O prefeito de Salvador, Bruno Reis (União Brasil), voltou a comentar os bastidores políticos da formação da chapa governista na Bahia e classificou como “constrangedora” a condução do processo envolvendo o atual vice-governador, Geraldo Júnior.
Em entrevista à Rádio Sociedade da Bahia, Bruno Reis afirmou que houve uma série de tentativas de substituição do nome do vice, com convites feitos a diversos outros atores políticos, o que, segundo ele, expôs fragilidade e falta de definição dentro do grupo governista liderado pelo governador Jerônimo Rodrigues (PT).
“O Adelson, realmente a situação do atual vice... foi uma situação no mínimo constrangedora. Porque quando você tem um vice, ou previamente você define um outro projeto para o vice, ou nem sequer se coloca em discussão”, declarou.
O prefeito disse que, inicialmente, havia mencionado cerca de 10 nomes sondados para ocupar a vaga de vice na chapa, mas que o número real ultrapassaria 20 lideranças políticas consultadas.
“Nessa entrevista aí eu falei em 10, mas na verdade foram mais de 20 nomes. Mais de 20? Mais de 20 nomes”, reforçou.

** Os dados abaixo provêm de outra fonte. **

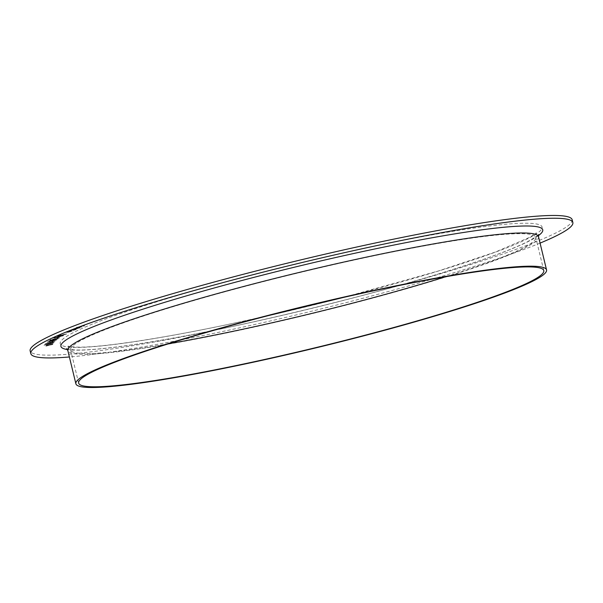 <?xml version="1.0" encoding="UTF-8"?>
<svg xmlns="http://www.w3.org/2000/svg" width="603" height="603" viewBox="0 0 603 603"><rect width="100%" height="100%" fill="white"/><g stroke="black" fill="none" stroke-linecap="round" stroke-linejoin="round"><path stroke-width="0.45" stroke-dasharray="3.02 2.26" d="M49.288 344.396L50.049 344.215L49.28 344.358M45.489 344.155L54.285 342.089L45.489 344.155M51.134 343.107L44.599 344.396L50.961 343.235L54.27 342.172L51.888 342.436L53.373 342.383L51.127 343.077M52.891 341.072L52.137 341.238M58.22 338.811L48.67 341.012L58.22 338.811M58.378 337.363L57.639 337.522M53.381 337.635L52.476 337.891L53.381 337.635M52.476 337.891L53.878 337.635L52.453 337.959M66.639 333.858L57.896 335.683L57.014 336.233L62.358 335.298L66.639 333.858L57.896 335.683M73.189 330.429L75.918 329.57C76.747 329.17 76.204 329.148 74.305 329.494L69.541 331.115L73.875 329.637L75.171 329.683L73.182 330.399L75.91 329.532C76.739 329.14 76.197 329.117 74.297 329.464L69.413 330.813L73.875 329.637L75.473 329.487L73.182 330.399M76.377 327.384L81.804 326.999L77.674 327.489L84.661 325.824L75.948 327.527L79.325 326.886L76.566 327.851L81.797 326.969L77.666 327.459L84.654 325.793L76.37 327.354M572.179 219.756A278.835 24.798 -13.6 0 1 229.539 327.097A278.835 24.798 -13.6 0 1 30.15 350.886M78.933 328.047L76.31 328.906L79.619 327.926C80.455 327.535 79.928 327.512 78.028 327.859L73.151 329.457L78.933 328.047M74.908 329.238L77.674 328.055L78.94 328.085L76.317 328.937L79.626 327.957C80.463 327.565 79.935 327.542 78.036 327.889L73.234 329.148L74.9 329.2M68.094 331.658L66.021 332.343L67.951 332.321L72.933 330.843L68.094 331.658L66.021 332.343L67.951 332.321M60.059 335.939L54.014 337.688C53.388 338.117 54.466 338.049 57.255 337.484L63.496 335.532L54.021 337.718C53.396 338.147 54.474 338.079 57.27 337.514L57.255 337.484M52.657 338.034L51.752 338.298L52.657 338.034M51.752 338.298L53.154 338.034L51.752 338.298M50.856 339.602L49.928 340.198L59.825 337.793L49.928 340.198M49.936 340.228L55.928 338.946L59.825 337.793L58.084 337.899L58.973 337.981L56.102 338.78M56.109 338.818L54.496 339.022L55.506 338.509M49.197 341.765L56.855 339.836L50.132 341.042L47.23 342.044L51.376 341.155M55.099 341.275L45.474 343.506L55.099 341.275M53.629 342.964L43.966 345.24L53.644 342.964M49.25 344.976L46.084 345.511L48.519 345.202L45.911 346.092L52.755 344.396L49.951 344.863L52.906 343.868L46.084 345.511M540.069 243.107A278.835 24.798 -13.6 0 1 230.21 329.871A278.835 24.798 -13.6 0 1 69.383 356.976M76.958 328.205L73.973 329.004L76.95 328.168M74.666 329.178L73.973 329.004L74.659 329.148M67.958 332.351L72.624 331.055L70.724 331.039M70.732 331.07L68.101 331.695M71.855 331.213L66.805 332.185L71.855 331.213M57.903 335.713L57.315 336.014L58.499 336.029M58.506 336.059L62.358 335.298M62.365 335.336L65.825 334.281M65.833 334.318L66.647 333.896M61.559 335.253L65.493 334.19L61.559 335.253M58.815 335.901L61.257 335.072L58.815 335.901M57.27 337.514L63.285 335.765C63.888 335.343 62.818 335.411 60.066 335.969M62.433 335.939L57.541 337.363L54.873 337.544L62.426 335.909L54.865 337.514L59.787 336.09L62.433 335.939M52.491 337.929L52.974 337.891L52.491 337.929M51.76 338.328L52.25 338.298L51.76 338.328M57.647 337.559L56.757 338.049M56.765 338.087L58.385 337.401M55.514 338.547L50.871 339.64M54.112 339.451L48.73 340.936L58.227 338.841L54.104 339.421M53.019 340.213L49.589 340.748L57.398 339.029L49.582 340.718L57.391 338.992L53.011 340.182M51.383 341.185L53.448 340.861M53.456 340.891L55.423 340.356M55.431 340.386L56.855 339.836L54.632 339.994M54.639 340.032L51.858 340.785M51.866 340.823L50.132 341.042M50.139 341.072L47.275 341.976L49.205 341.795M55.989 340.032L52.069 340.876L55.989 340.032M51.255 341.087L48.172 341.773L51.247 341.057M52.144 341.275L51.609 341.69M51.617 341.72L52.363 341.517M52.371 341.554L52.898 341.102M50.72 342.014L45.511 343.491L55.107 341.306L50.705 341.976M50.026 342.685L46.378 343.295L54.278 341.502L46.363 343.265L54.27 341.464L50.019 342.655M49.039 343.77L43.981 345.24L53.637 342.994L49.031 343.74M48.662 344.373L44.856 345.044L52.8 343.19L44.848 345.006L52.793 343.16L48.655 344.343M46.092 345.542L48.519 345.202M48.526 345.233L45.941 345.986M45.918 346.122L52.717 344.501M52.763 344.426L49.951 344.863M49.959 344.893L52.876 343.974M52.913 343.906L49.258 345.014M237.499 322.462A247.848 22.04 -13.6 0 1 131.74 309.844A247.848 22.04 -13.6 0 1 534.258 223.653A247.848 22.04 -13.6 0 1 237.499 322.462M168.659 343.748A239.27 21.278 -13.6 0 1 70.611 349.891A239.27 21.278 -13.6 0 1 298.168 272.94A239.27 21.278 -13.6 0 1 535.735 237.363A239.27 21.278 -13.6 0 1 445.723 276.724M538.517 236.693A242.135 21.535 -13.6 0 1 240.981 329.909A242.135 21.535 -13.6 0 1 67.83 350.562M538.419 235.63A247.848 22.04 -13.6 0 1 238.17 325.228A247.848 22.04 -13.6 0 1 67.438 349.574M78.646 383.109L70.611 349.891C69.609 347.532 68.719 346.28 67.943 346.137L75.646 347.087C98.794 348.097 162.637 338.562 237.718 322.371L268.463 315.588M543.778 270.589L535.735 237.363C535.554 234.808 535.773 233.293 536.399 232.811L529.984 237.175L495.44 252.024L438.336 271.003L344.087 297.294M66.654 348.692L73.762 349.868C95.99 351.413 161.061 341.826 238.313 325.168C302.465 311.336 363.503 295.96 421.437 279.046C472.27 264.016 507.651 251.564 527.565 241.682L536.482 236.474L538.705 234.492"/><path stroke-width="0.9" d="M69.383 356.976A278.835 24.798 -13.6 0 1 30.821 353.652L30.15 350.886A278.835 24.798 -13.6 0 1 295.334 261.22A278.835 24.798 -13.6 0 1 572.179 219.756L572.85 222.522A278.835 24.798 -13.6 0 1 540.069 243.107M30.821 353.652A278.835 24.798 -13.6 0 1 296.005 263.986A278.835 24.798 -13.6 0 1 572.85 222.522M249.755 362.704A239.27 21.278 -13.6 0 1 78.646 383.109A239.27 21.278 -13.6 0 1 306.211 306.166A239.27 21.278 -13.6 0 1 543.778 270.589A239.27 21.278 -13.6 0 1 249.755 362.704M249.016 363.134A242.135 21.535 -13.6 0 1 75.872 383.787A242.135 21.535 -13.6 0 1 306.151 305.917A242.135 21.535 -13.6 0 1 546.552 269.91A242.135 21.535 -13.6 0 1 249.016 363.134M445.723 276.724A239.27 21.278 -13.6 0 1 241.713 329.479A239.27 21.278 -13.6 0 1 168.659 343.748M75.872 383.787L67.83 350.562A242.135 21.535 -13.6 0 1 298.108 272.699A242.135 21.535 -13.6 0 1 538.517 236.693L546.552 269.91M67.438 349.574A247.848 22.04 -13.6 0 1 296.653 266.662A247.848 22.04 -13.6 0 1 538.419 235.63M344.087 297.294L268.463 315.588M538.705 234.492L538.517 236.693M67.83 350.562L66.654 348.692"/></g></svg>

Entre os nomes citados por ele estão o deputado federal Diego Coronel, o senador Ângelo Coronel e a empresária Eleusa Coronel, que, segundo Bruno Reis, teriam recebido convite para compor a chapa governista.
“A começar por Diego Coronel, por Ângelo Coronel, por Eleusa Coronel, que todos os três foram ofertados à vaga de vice para continuar na base do governo”, afirmou.
Na avaliação do prefeito, a movimentação revela uma disputa interna motivada por interesses políticos do Partido dos Trabalhadores.
“Naturalmente, pela ânsia de poder do PT, só eles, primeiro eles, depois eles, e agora tem uma chapa de petistas, a panelinha deles”, criticou.
A declaração também ocorre após troca de críticas com o ex-ministro Geddel Vieira Lima, que rebateu falas anteriores de Bruno Reis sobre o tema e relembrou articulações políticas envolvendo o próprio prefeito em eleições passadas.
Apesar do embate, Bruno Reis reforçou que, na visão dele, a condução do processo demonstra desalinhamento dentro da base governista e apontou que parte dos nomes sondados optou por não integrar o grupo.
“Então, tomaram a decisão de não seguir, porque queriam um novo projeto para a Bahia de marchar ao nosso lado. Mas se você começar a contar a partir daí, esse número passa de 20”, concluiu.